---------- RECORDS FOR THIS EXERCISE

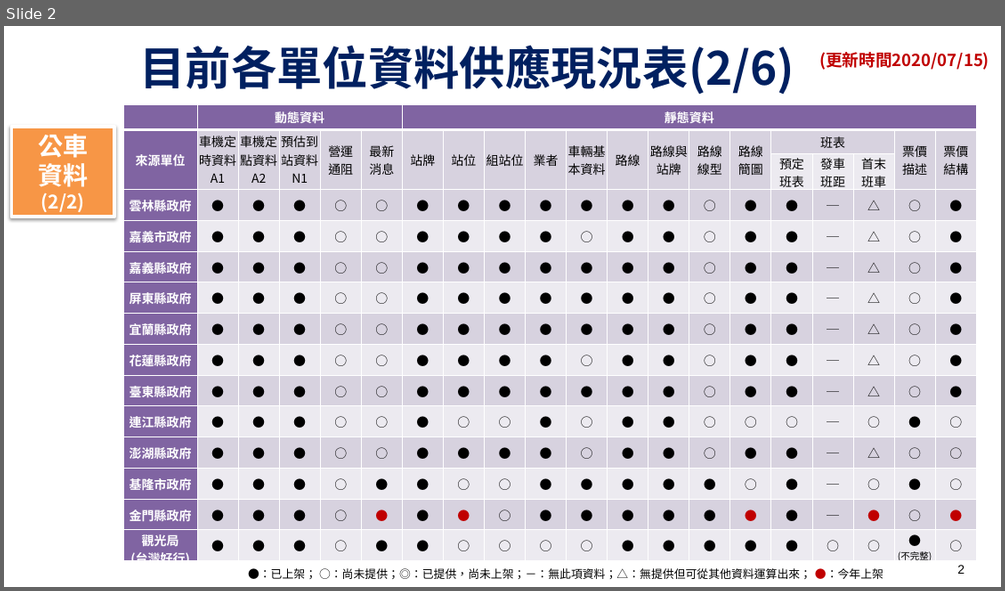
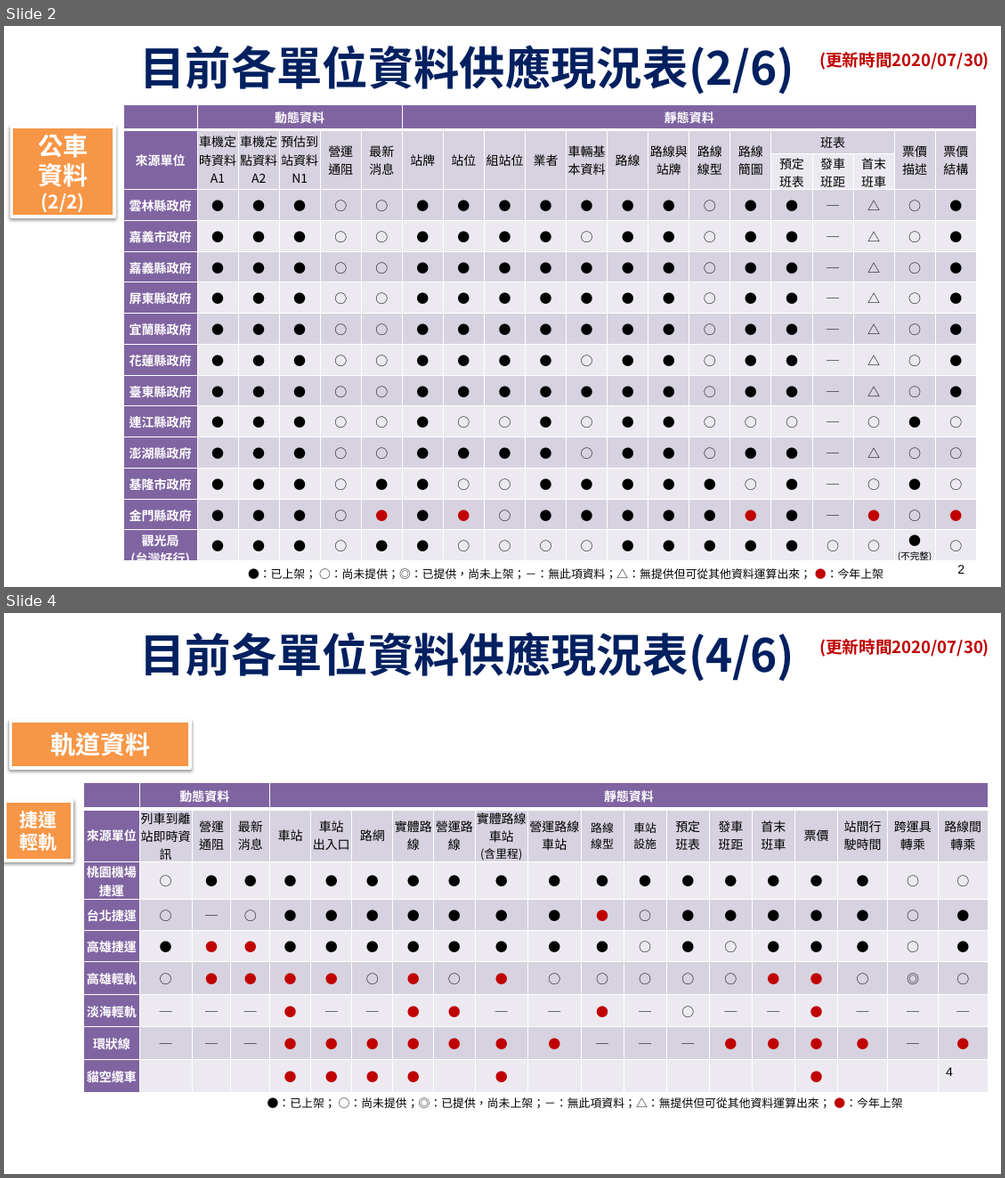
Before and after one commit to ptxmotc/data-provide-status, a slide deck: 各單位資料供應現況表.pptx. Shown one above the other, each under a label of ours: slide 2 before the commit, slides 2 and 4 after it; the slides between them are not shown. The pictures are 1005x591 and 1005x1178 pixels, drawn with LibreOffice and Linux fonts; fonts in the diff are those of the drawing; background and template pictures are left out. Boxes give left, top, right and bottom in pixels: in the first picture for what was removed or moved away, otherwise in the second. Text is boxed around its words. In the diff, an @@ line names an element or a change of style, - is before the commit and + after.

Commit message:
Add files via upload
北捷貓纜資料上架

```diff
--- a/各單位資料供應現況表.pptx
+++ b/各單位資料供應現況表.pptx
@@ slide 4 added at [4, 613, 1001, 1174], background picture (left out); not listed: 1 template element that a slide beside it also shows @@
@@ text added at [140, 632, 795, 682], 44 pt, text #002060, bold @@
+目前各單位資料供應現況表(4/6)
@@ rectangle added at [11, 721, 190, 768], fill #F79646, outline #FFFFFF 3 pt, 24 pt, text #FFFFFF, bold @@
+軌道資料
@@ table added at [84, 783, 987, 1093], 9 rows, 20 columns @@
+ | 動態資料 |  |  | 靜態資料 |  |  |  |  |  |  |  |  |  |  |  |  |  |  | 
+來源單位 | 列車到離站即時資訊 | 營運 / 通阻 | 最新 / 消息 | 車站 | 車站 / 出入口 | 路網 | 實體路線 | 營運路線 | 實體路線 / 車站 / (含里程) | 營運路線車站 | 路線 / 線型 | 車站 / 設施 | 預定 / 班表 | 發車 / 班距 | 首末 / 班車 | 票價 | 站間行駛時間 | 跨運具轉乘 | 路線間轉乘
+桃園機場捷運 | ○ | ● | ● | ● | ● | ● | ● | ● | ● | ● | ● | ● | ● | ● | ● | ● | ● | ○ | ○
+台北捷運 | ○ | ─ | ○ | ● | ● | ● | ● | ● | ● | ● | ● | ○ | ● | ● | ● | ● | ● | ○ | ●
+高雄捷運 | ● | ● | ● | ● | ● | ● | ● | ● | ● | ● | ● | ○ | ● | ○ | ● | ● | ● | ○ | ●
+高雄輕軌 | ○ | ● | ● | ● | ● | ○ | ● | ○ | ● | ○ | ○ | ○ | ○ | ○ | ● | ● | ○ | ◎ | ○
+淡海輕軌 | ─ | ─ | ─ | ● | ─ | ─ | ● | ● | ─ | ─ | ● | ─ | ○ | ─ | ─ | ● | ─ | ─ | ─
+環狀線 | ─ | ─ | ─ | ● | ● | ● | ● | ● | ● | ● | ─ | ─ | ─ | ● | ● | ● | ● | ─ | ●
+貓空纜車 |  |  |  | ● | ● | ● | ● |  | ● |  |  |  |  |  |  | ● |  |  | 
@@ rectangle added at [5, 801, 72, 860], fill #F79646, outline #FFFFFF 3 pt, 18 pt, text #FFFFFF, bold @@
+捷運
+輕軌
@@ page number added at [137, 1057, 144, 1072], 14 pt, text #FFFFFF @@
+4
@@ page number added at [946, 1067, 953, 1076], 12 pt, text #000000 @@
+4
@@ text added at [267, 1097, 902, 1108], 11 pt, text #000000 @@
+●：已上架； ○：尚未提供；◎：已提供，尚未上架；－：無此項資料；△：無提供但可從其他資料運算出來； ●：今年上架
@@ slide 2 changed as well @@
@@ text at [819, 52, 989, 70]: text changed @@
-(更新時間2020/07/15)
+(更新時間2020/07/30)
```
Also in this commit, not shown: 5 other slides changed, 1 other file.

--------------------

Which lines of the data include "changed"? Copy each of them.

COMPLETED EXERCISE.
@@ slide 2 changed as well @@
@@ text at [819, 52, 989, 70]: text changed @@
Also in this commit, not shown: 5 other slides changed, 1 other file.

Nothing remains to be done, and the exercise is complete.